The laws of motion are applicable even in outer space. Newton’s Second Law states that force is needed to increase or decrease the speed of a body. This implies that astronauts must learn to push themselves through their spacecraft, or else they will float around helplessly. They also need to remember to stop themselves as they near their destination or else they’ll keep moving till they hit something.



During their first attempt, astronauts usually end up a little worse for the wear after stumbling around the spacecraft. Unlike humans, animals flown to space often fail to learn this. A set of new-born quails aboard Russia’s Mir space station couldn’t adapt to life in space and died in a few days. Newton’s Third Law too has application for astronauts. The law states that for every action, there is an equal and opposite reaction. While turning a screw, astronauts have to anchor themselves to a wall, or else they’ll be the ones twisting. Even the mildest action like typing at a computer keyboard will send an astronaut floating away. To remedy this problem, workstation on the international space station has restraining loops for the crew to anchor their feet.



Though it may seem like the laws of motion are different in space and on Earth that is not the case. The overwhelming force of Earth’s gravitational field simply masks its exact effects. Gravity plays an astonishing part in many phenomena we take for granted. For instance, hot air (which is lighter than cool air) rises, and a convection current is formed which enables natural air circulation in our houses. In space however, nothing is lighter than anything else and ordinary convection currents do not exist. Thus, to make sure that the astronauts don’t suffocate due to carbon dioxide accumulation, a ventilation fan is installed to facilitate air circulation.

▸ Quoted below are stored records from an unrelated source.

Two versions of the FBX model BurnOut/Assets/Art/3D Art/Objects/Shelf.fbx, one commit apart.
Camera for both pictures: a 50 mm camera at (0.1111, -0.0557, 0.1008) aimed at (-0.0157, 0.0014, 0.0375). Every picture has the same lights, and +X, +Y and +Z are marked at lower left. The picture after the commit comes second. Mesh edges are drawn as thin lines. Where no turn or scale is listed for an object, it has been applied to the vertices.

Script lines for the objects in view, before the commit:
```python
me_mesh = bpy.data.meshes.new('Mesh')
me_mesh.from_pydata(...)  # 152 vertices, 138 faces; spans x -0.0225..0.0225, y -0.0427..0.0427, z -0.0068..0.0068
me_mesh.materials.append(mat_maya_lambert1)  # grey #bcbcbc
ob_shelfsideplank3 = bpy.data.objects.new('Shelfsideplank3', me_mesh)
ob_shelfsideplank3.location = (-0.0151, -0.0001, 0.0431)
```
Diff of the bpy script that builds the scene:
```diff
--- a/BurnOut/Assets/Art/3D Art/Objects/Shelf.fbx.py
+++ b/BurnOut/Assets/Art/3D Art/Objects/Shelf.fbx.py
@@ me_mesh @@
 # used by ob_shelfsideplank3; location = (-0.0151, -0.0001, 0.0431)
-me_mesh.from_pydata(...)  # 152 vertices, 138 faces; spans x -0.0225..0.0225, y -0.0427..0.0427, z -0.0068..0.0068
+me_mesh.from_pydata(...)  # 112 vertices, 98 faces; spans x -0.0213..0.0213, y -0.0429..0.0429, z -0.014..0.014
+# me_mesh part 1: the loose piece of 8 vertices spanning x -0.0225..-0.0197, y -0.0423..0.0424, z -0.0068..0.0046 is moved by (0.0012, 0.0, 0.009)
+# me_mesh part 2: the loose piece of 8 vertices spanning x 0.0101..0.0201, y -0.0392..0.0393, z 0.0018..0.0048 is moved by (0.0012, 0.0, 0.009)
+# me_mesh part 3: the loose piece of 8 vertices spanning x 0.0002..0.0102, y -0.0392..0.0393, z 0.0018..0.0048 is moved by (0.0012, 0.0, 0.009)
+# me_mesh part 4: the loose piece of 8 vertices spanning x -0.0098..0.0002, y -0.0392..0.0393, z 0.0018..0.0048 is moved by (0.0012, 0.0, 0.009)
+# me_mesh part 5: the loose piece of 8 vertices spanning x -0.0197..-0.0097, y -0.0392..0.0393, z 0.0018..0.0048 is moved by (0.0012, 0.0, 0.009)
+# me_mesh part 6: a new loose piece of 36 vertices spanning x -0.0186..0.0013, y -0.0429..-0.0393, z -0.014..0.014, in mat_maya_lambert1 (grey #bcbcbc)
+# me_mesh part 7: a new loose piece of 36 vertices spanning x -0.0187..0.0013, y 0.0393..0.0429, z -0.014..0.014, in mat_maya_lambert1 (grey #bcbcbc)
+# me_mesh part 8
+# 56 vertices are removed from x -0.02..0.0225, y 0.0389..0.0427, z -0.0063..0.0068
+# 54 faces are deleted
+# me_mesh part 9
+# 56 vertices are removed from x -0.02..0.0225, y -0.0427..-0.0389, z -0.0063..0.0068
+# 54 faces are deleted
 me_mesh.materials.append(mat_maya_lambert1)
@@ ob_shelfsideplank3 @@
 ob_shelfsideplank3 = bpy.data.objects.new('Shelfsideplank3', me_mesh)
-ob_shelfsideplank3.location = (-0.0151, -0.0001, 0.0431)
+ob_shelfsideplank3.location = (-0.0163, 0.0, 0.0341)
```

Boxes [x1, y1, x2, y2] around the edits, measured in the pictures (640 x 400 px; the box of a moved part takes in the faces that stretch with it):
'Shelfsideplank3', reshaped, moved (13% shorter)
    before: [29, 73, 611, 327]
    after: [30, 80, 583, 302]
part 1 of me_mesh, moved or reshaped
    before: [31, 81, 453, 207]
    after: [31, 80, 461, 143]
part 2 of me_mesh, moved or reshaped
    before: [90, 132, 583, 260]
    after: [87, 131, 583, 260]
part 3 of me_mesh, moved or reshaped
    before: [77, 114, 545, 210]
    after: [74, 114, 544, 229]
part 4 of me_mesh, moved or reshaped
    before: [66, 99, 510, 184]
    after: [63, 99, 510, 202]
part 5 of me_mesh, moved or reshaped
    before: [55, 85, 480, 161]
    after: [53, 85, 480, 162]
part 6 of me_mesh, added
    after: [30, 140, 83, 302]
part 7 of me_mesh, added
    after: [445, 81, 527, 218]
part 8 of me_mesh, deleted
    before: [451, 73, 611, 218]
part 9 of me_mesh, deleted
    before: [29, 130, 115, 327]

The International Space Station is a perfect example of the laws of motion. Though intuition and common-sense points otherwise, Newton realized that a bullet shot from a gun should continue to move indefinitely. On Earth, atmospheric friction slows the projectile while gravitational force pulls it to the ground. But the faster the bullet is shot, the farther it will travel before falling. And if you can manage to shoot something at a speed of around 11.2 km/s, it will never finish its trajectory. It will instead orbit the Earth in a state of perpetual free fall. This particular velocity (11.2 km/s) cancels the pull of Earth’s gravity and is used to launch spacecraft.



Even fire is not exempt from the laws of motion in space. Behaviour of weightless flames is rather different from those on Earth. However, such a fire is best limited to the lab as fire aboard a spacecraft can have catastrophic effects.